Do you love low carb crackers? Paleo almond flour crackers with sesame seeds are a crispy option for dips or snacking! They’re a great keto option, too.
We just love them.
They’re the perfect little dippers.
One of the great things about a low carb way of eating is the amazing variety of low carb cracker and chips substitutes one can make from wholesome nut flours, seeds, or cheese. And they all are easy to prepare.
I’ve been making homemade gluten-free crackers in some form for my family for several years. I have a child with food sensitivities and eliminating gluten from her diet severely reduced her snack options. I know it’s not a good idea to replace real food with chips and crackers, but these are a compromise I can feel good about. They are made from whole food ingredients. I like to tuck a few paleo almond flour crackers into her lunch with a piece of cheese and some veggies. At this age, having a snack that looks like your peers is important.
One of my favorite ways to make these paleo almond flour crackers is with sesame seeds. I love their nutty almost bitter flavor. The first time I saw low carb, gluten-free crackers was in Elana Amsterdam’s book, Cooking With Almond Flour. Having just started a ketogenic lifestyle the idea of crispy paleo almond flour crackers never crossed my mind. Low carb alternative flours opened a new world of possibilities for me. As did a large variety of seeds and nuts, which are naturally low in carbs but high in nutrition.

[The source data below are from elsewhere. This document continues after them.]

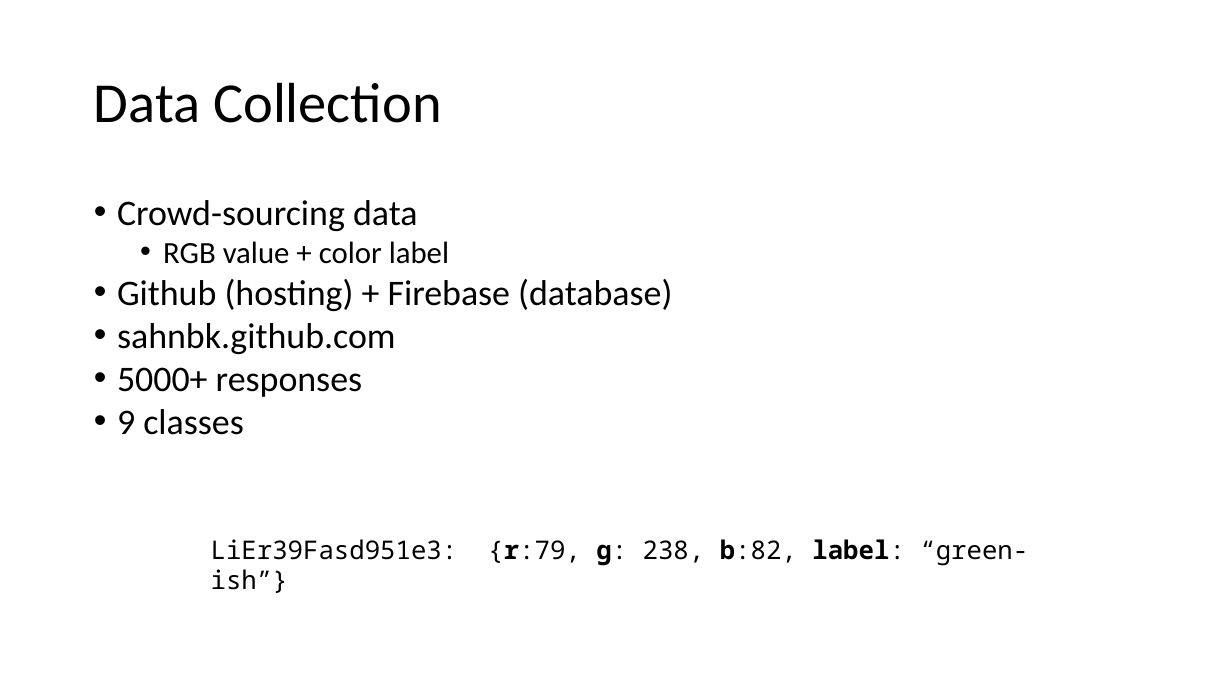
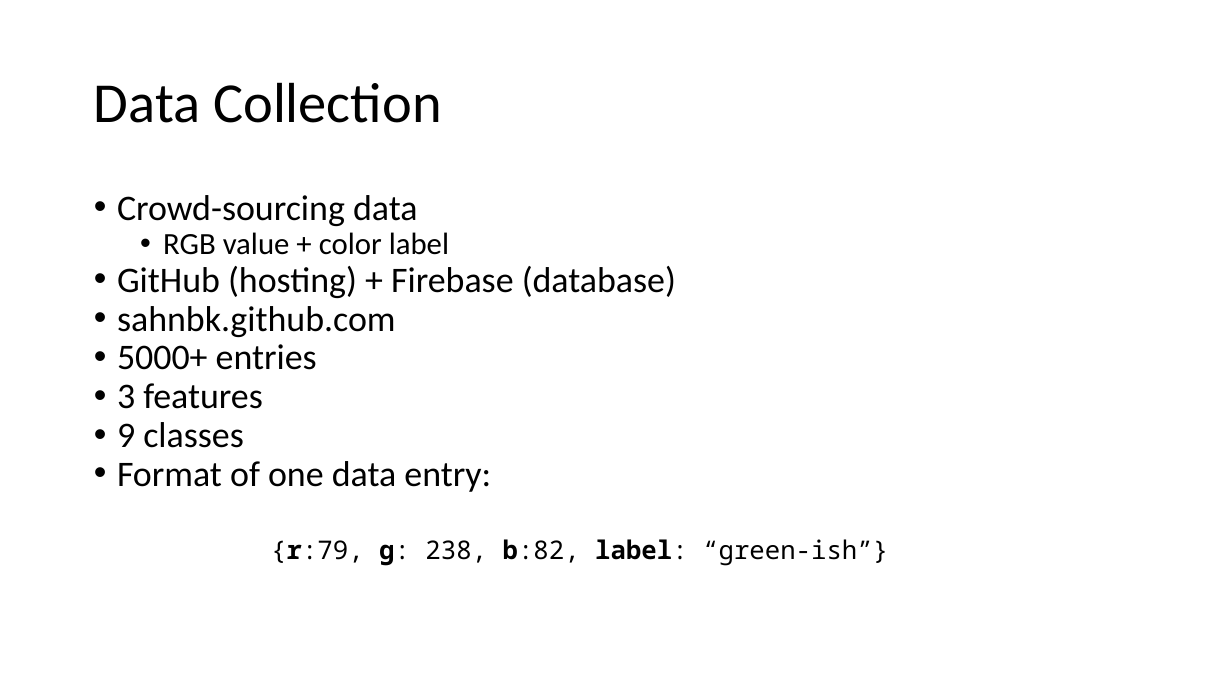
Before and after one commit to notadilnaqvi/color-classifier, a slide deck: slide 4 of Color-Classifier.pptx. Drawn at 1232x693 pixels with LibreOffice and Linux fonts; fonts in the diff are those of the drawing. Boxes give left, top, right and bottom in pixels: in the first picture for what was removed or moved away, otherwise in the second. Text is boxed around its words. In the diff, an @@ line names an element or a change of style, - is before the commit and + after.

```diff
--- a/Color-Classifier.pptx
+++ b/Color-Classifier.pptx
@@ text at (117,195,449,448): line spacing 1 to 0.9 @@
@@ text at (117,266,676,298): text changed @@
-• Github (hosting) + Firebase (database)
+• GitHub (hosting) + Firebase (database)
@@ text at (117,344,317,409): text changed @@
-• 5000+ responses
+• 5000+ entries
+• 3 features
@@ text at (117,461,491,492): paragraph added @@
+• Format of one data entry:
@@ text at (271,539,888,566): text changed @@
-LiEr39Fasd951e3: {r:79, g: 238, b:82, label: “green-ish”}
+{r:79, g: 238, b:82, label: “green-ish”}
```
Also in this commit, not shown: 1 other slide changed, 4 other files.

Back to these paleo almond flour crackers with sesame which are sturdy enough for any dip. They stood up to a nice low carb artichoke hummus and then the substantial Spinach and Artichoke Dip I posted last week. They are also great with a little sour cream and chives, but honestly, we enjoy these almond sesame crackers best plain – just the way they are.

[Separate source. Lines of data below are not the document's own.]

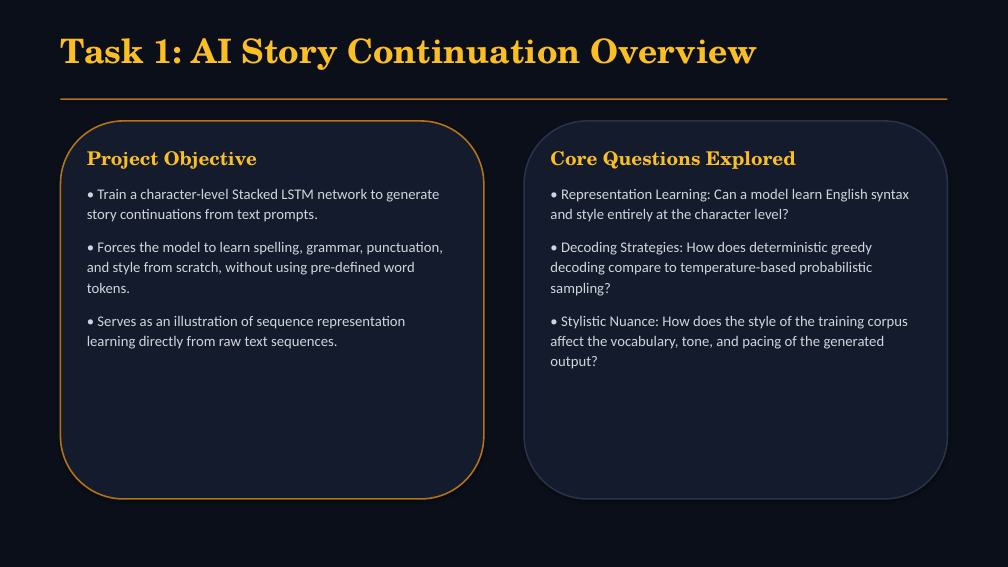
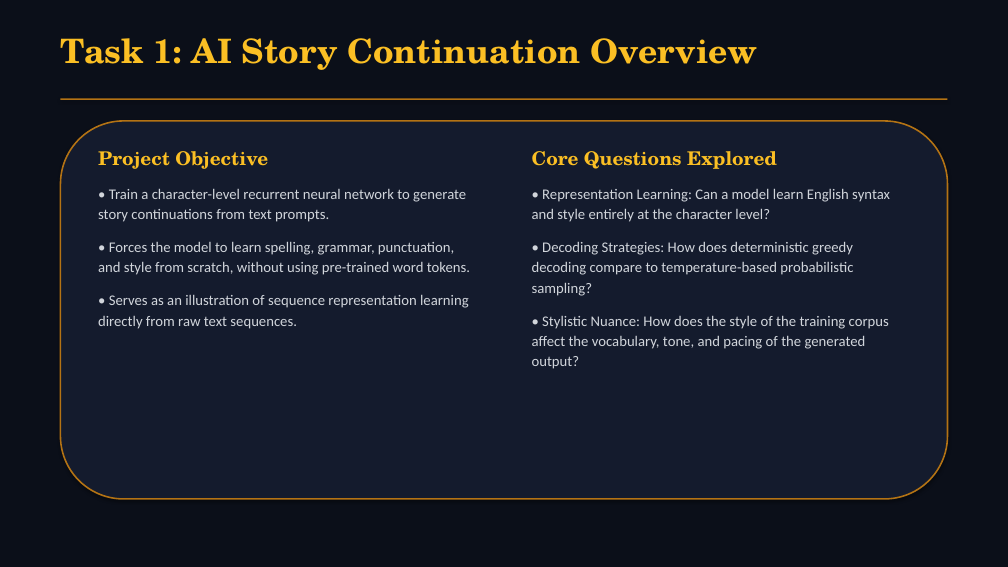
Before and after one commit to WhySeriousKaif/CNN-Group-3-Project, a slide deck: slide 2 of presentation.pptx. Drawn at 1008x567 pixels with LibreOffice and Linux fonts; fonts in the diff are those of the drawing. Boxes give left, top, right and bottom in pixels: in the first picture for what was removed or moved away, otherwise in the second. Text is boxed around its words. In the diff, an @@ line names an element or a change of style, - is before the commit and + after.

Commit message:
Introduce layout variations (3-column, horizontal stacks, flipped cards), simplify gate and temperature formulas, and add Shiva Gupta to Group 3

```diff
--- a/presentation.pptx
+++ b/presentation.pptx
@@ rounded rectangle: place and size @@
-rounded rectangle at [60,121,484,499]
+rounded rectangle at [60,121,948,499]
@@ text "Project Objective": place and size @@
-text "Project Objective" at [87,151,443,349]
+text "Project Objective" at [98,151,470,329]
@@ text "Core Questions Explored": place and size @@
-text "Core Questions Explored" at [550,151,909,369]
+text "Core Questions Explored" at [532,151,890,369]
@@ rounded rectangle removed at [524,121,948,499] @@
@@ text at [98,188,470,275]: text changed @@
-• Train a character-level Stacked LSTM network to generate story continuations from text prompts.
-• Forces the model to learn spelling, grammar, punctuation, and style from scratch, without using pre-defined word tokens.
+• Train a character-level recurrent neural network to generate story continuations from text prompts.
+• Forces the model to learn spelling, grammar, punctuation, and style from scratch, without using pre-trained word tokens.
```
Also in this commit, not shown: 13 other slides changed, 1 slide added, 1 slide removed, 1 other file.

These Paleo Almond Flour Crackers with Sesame are 4 net carbs per serving
[Disclosure: This post/recipe contains affiliate links.]
Low Carb Paleo Almond Flour Crackers wIth Sesame Seeds (Gluten-Free)
- 1 cup almond flour
- 3 tablespoons sesame seeds
- 1/4 teaspoon baking soda
- 1/4 teaspoon salt
- 1/8 teaspoon pepper
- 1 large egg, beaten
- salt and pepper to top the crackers
- Preheat the oven to 350 and move the rack to the middle position. Cut two pieces of parchment to fit a large sheet pan, mine is 18 by 13 in (46 by 33 cm).

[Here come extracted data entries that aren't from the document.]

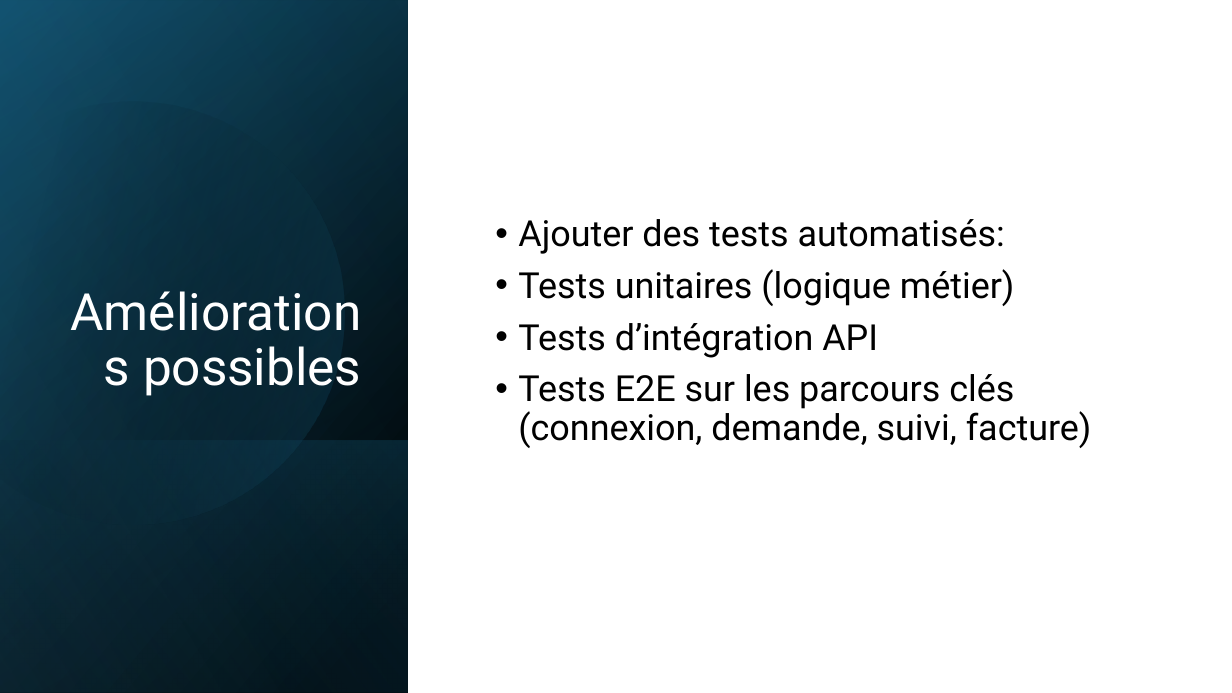
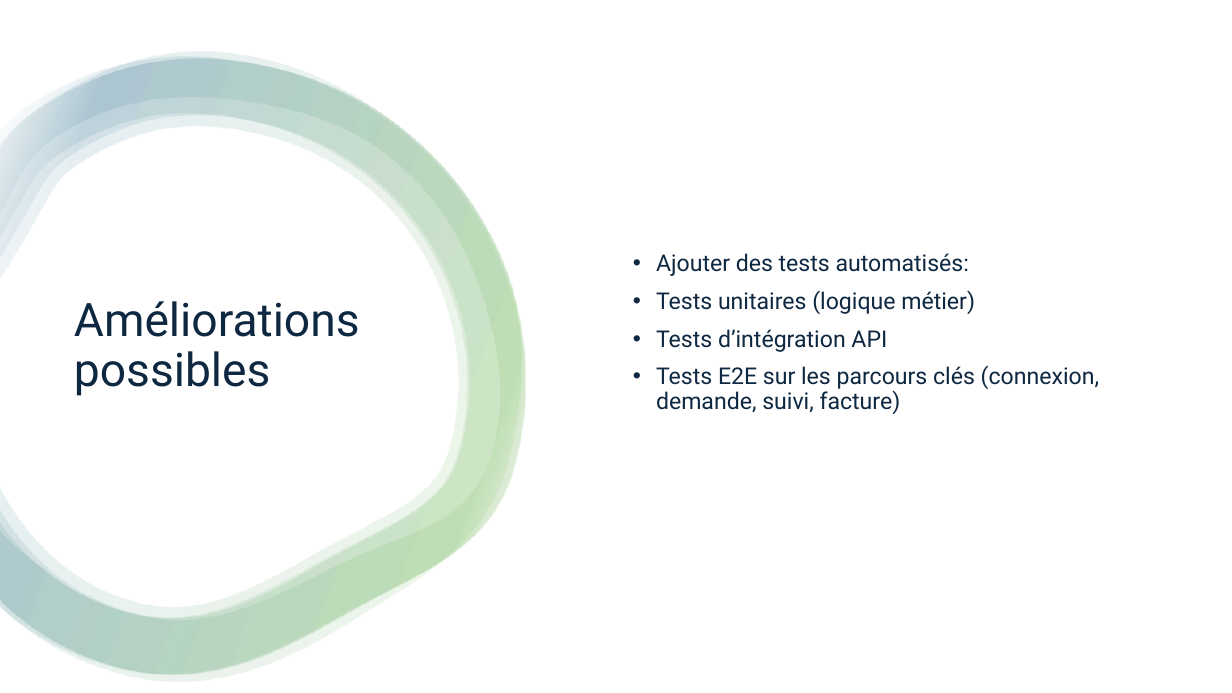
Before and after one commit to xpelletier07/Projet_Site_Immigration, a slide deck: slide 19 of Mandats/Mandat_3/Présentation.pptx (slide 37 before the commit). Drawn at 1232x693 pixels with LibreOffice and Linux fonts; fonts in the diff are those of the drawing. Boxes give left, top, right and bottom in pixels: in the first picture for what was removed or moved away, otherwise in the second. Text is boxed around its words. In the diff, an @@ line names an element or a change of style, - is before the commit and + after.

```diff
--- a/Mandats/Mandat_3/Présentation.pptx
+++ b/Mandats/Mandat_3/Présentation.pptx
@@ rectangle removed at box(0, 0, 409, 693) @@
@@ rectangle removed at box(0, 1, 409, 693) @@
@@ rectangle removed at box(0, 0, 409, 692) @@
@@ freeform shape at box(0, 56, 525, 674): fill gradient #000000 to #156082 to gradient #FFFFFF to #4EA72E to #156082; rotation 343 to 0 degrees; outline redrawn @@
@@ freeform shape added at box(0, 52, 522, 682), fill gradient #FFFFFF to #4EA72E to #156082 @@
@@ freeform shape added at box(0, 58, 526, 675), fill gradient #FFFFFF to #4EA72E to #156082 @@
@@ freeform shape added at box(0, 58, 526, 675), fill gradient #FFFFFF to #4EA72E to #156082 @@
@@ text "Ajouter des tests automatisés:": place and size @@
-text "Ajouter des tests automatisés:" at box(518, 219, 1092, 448)
+text "Ajouter des tests automatisés:" at box(656, 253, 1099, 414)
@@ text "Ajouter des tests automatisés:" at box(656, 253, 1099, 414): size 28 to 18 pt, text colour #000000 to #0E2841 @@
@@ title "Améliorations possibles": place and size @@
-title "Améliorations possibles" at box(143, 346, 361, 396)
+title "Améliorations possibles" at box(74, 301, 360, 396)
@@ title "Améliorations possibles" at box(74, 301, 360, 396): size 40 to 36 pt, text colour #FFFFFF to #0E2841; alignment right to left; vertical alignment bottom to middle @@
@@ rectangle removed at box(0, 440, 409, 693) @@
```
Also in this commit, not shown: 14 other slides changed, 17 slides removed.

- Into a medium bowl, measure and mix all of the dry ingredients. Add the egg and work the egg into the ingredients to form a dough. Devide the dough in half.
- Place a piece of parchment onto the counter. Spray it with baking spray. Lay one half of the dough in the center of the parchment. Spray the other piece of parchment and lay it spray-side-down onto the piece of dough.
- Roll the dough into a large rectangle about 1/8th - 1/16 of an inch thick. Remove the top piece of parchment and cut the dough into 20 pieces with a large sharp knife or a pizza cutter. Leave the cut dough in place. Salt and pepper the crackers. Slide the parchment onto a cookie sheet.
- Bake the almond sesame crackers until they brown slightly, 15- 20 minutes. Let them cool for a minute before putting them on a cooling rack to cool completely. Break apart when cool. (NOTE: another reader said that her oven is hotter and crackers recipes take about 15 minutes for her. My oven is 20 years old.)
- Repeat the procedure with the other half of the dough.
- Store in an airtight container. Makes approximately 40 crackers. Serving size is 10 crackers each, or a quarter of the recipe.